> **About this exercise**: Leave the pictures aside and copy all the data exactly.

*** Block opens ***

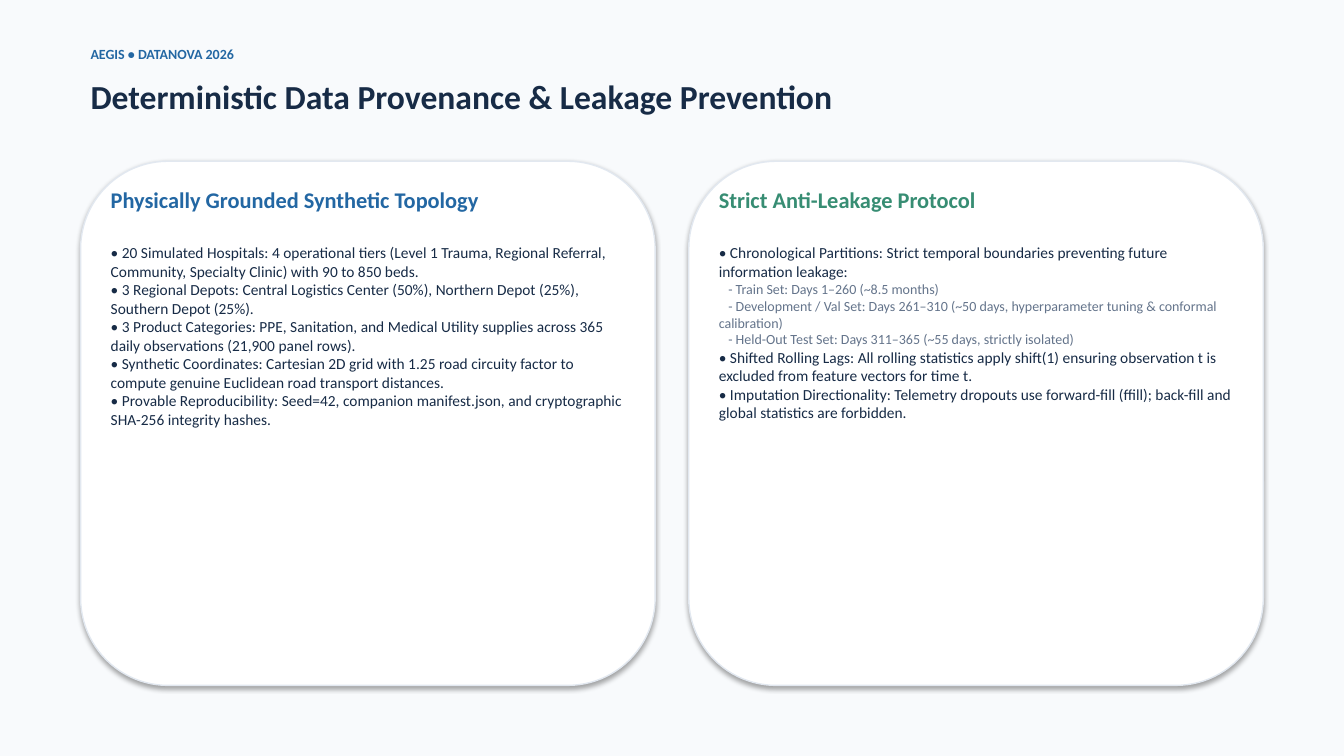
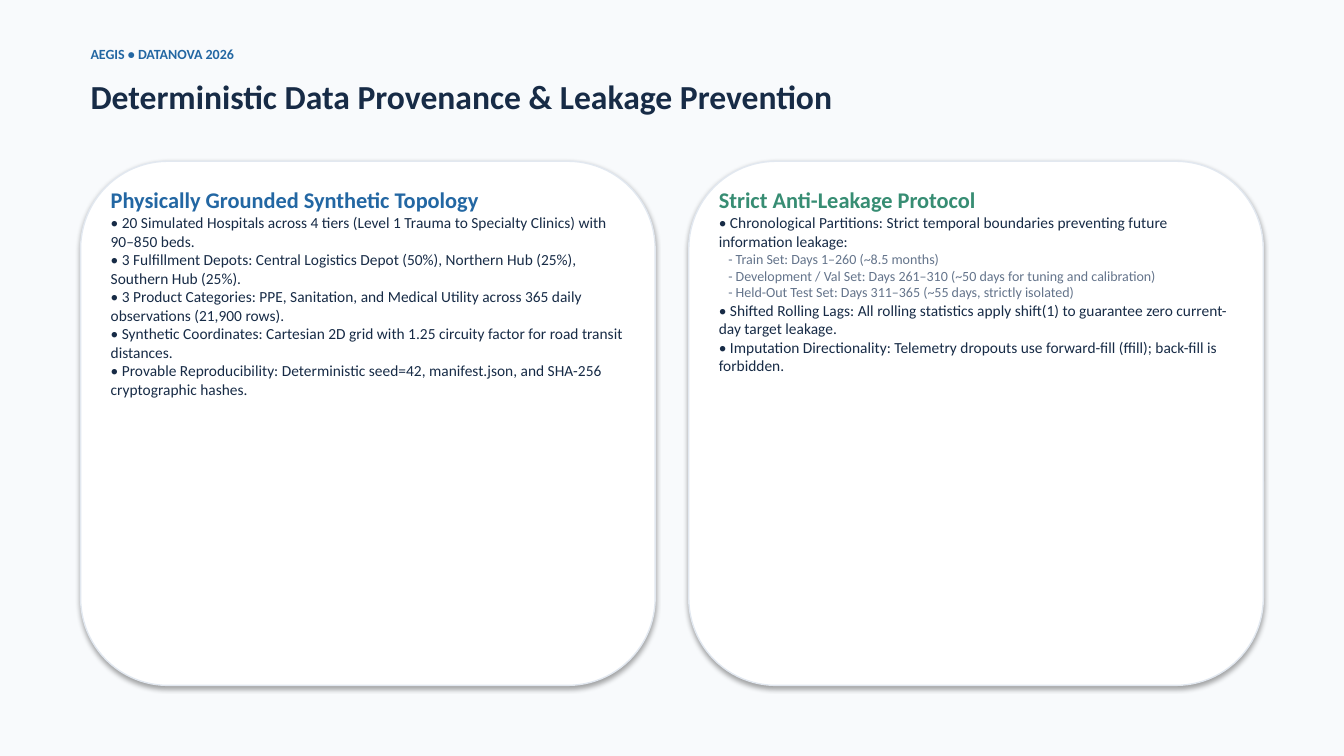
Before and after one commit to ATUMANYIRE/AEGIS, a slide deck: slide 3 of presentation/AEGIS_DATANOVA_2026.pptx. Drawn at 1344x756 pixels with LibreOffice and Linux fonts; fonts in the diff are those of the drawing. Boxes give left, top, right and bottom in pixels: in the first picture for what was removed or moved away, otherwise in the second. Text is boxed around its words. In the diff, an @@ line names an element or a change of style, - is before the commit and + after.

```diff
--- a/presentation/AEGIS_DATANOVA_2026.pptx
+++ b/presentation/AEGIS_DATANOVA_2026.pptx
@@ text at bbox=[111, 217, 622, 398]: text changed @@
-• 20 Simulated Hospitals: 4 operational tiers (Level 1 Trauma, Regional Referral, Community, Specialty Clinic) with 90 to 850 beds.
-• 3 Regional Depots: Central Logistics Center (50%), Northern Depot (25%), Southern Depot (25%).
-• 3 Product Categories: PPE, Sanitation, and Medical Utility supplies across 365 daily observations (21,900 panel rows).
-• Synthetic Coordinates: Cartesian 2D grid with 1.25 road circuity factor to compute genuine Euclidean road transport distances.
-• Provable Reproducibility: Seed=42, companion manifest.json, and cryptographic SHA-256 integrity hashes.
+• 20 Simulated Hospitals across 4 tiers (Level 1 Trauma to Specialty Clinics) with 90–850 beds.
+• 3 Fulfillment Depots: Central Logistics Depot (50%), Northern Hub (25%), Southern Hub (25%).
+• 3 Product Categories: PPE, Sanitation, and Medical Utility across 365 daily observations (21,900 rows).
+• Synthetic Coordinates: Cartesian 2D grid with 1.25 circuity factor for road transit distances.
+• Provable Reproducibility: Deterministic seed=42, manifest.json, and SHA-256 cryptographic hashes.
@@ text at bbox=[736, 271, 1155, 284]: text changed @@
-- Development / Val Set: Days 261–310 (~50 days, hyperparameter tuning & conformal calibration)
+- Development / Val Set: Days 261–310 (~50 days for tuning and calibration)
@@ text at bbox=[719, 305, 1226, 371]: text changed @@
-• Shifted Rolling Lags: All rolling statistics apply shift(1) ensuring observation t is excluded from feature vectors for time t.
-• Imputation Directionality: Telemetry dropouts use forward-fill (ffill); back-fill and global statistics are forbidden.
+• Shifted Rolling Lags: All rolling statistics apply shift(1) to guarantee zero current-day target leakage.
+• Imputation Directionality: Telemetry dropouts use forward-fill (ffill); back-fill is forbidden.
```
Also in this commit, not shown: 6 other slides changed, 12 other files.

*** Block closes ***

> **Response area**:
Before and after one commit to ATUMANYIRE/AEGIS, a slide deck: slide 3 of presentation/AEGIS_DATANOVA_2026.pptx. Drawn at 1344x756 pixels with LibreOffice and Linux fonts; fonts in the diff are those of the drawing. Boxes give left, top, right and bottom in pixels: in the first picture for what was removed or moved away, otherwise in the second. Text is boxed around its words. In the diff, an @@ line names an element or a change of style, - is before the commit and + after.

```diff
--- a/presentation/AEGIS_DATANOVA_2026.pptx
+++ b/presentation/AEGIS_DATANOVA_2026.pptx
@@ text at bbox=[111, 217, 622, 398]: text changed @@
-• 20 Simulated Hospitals: 4 operational tiers (Level 1 Trauma, Regional Referral, Community, Specialty Clinic) with 90 to 850 beds.
-• 3 Regional Depots: Central Logistics Center (50%), Northern Depot (25%), Southern Depot (25%).
-• 3 Product Categories: PPE, Sanitation, and Medical Utility supplies across 365 daily observations (21,900 panel rows).
-• Synthetic Coordinates: Cartesian 2D grid with 1.25 road circuity factor to compute genuine Euclidean road transport distances.
-• Provable Reproducibility: Seed=42, companion manifest.json, and cryptographic SHA-256 integrity hashes.
+• 20 Simulated Hospitals across 4 tiers (Level 1 Trauma to Specialty Clinics) with 90–850 beds.
+• 3 Fulfillment Depots: Central Logistics Depot (50%), Northern Hub (25%), Southern Hub (25%).
+• 3 Product Categories: PPE, Sanitation, and Medical Utility across 365 daily observations (21,900 rows).
+• Synthetic Coordinates: Cartesian 2D grid with 1.25 circuity factor for road transit distances.
+• Provable Reproducibility: Deterministic seed=42, manifest.json, and SHA-256 cryptographic hashes.
@@ text at bbox=[736, 271, 1155, 284]: text changed @@
-- Development / Val Set: Days 261–310 (~50 days, hyperparameter tuning & conformal calibration)
+- Development / Val Set: Days 261–310 (~50 days for tuning and calibration)
@@ text at bbox=[719, 305, 1226, 371]: text changed @@
-• Shifted Rolling Lags: All rolling statistics apply shift(1) ensuring observation t is excluded from feature vectors for time t.
-• Imputation Directionality: Telemetry dropouts use forward-fill (ffill); back-fill and global statistics are forbidden.
+• Shifted Rolling Lags: All rolling statistics apply shift(1) to guarantee zero current-day target leakage.
+• Imputation Directionality: Telemetry dropouts use forward-fill (ffill); back-fill is forbidden.
```
Also in this commit, not shown: 6 other slides changed, 12 other files.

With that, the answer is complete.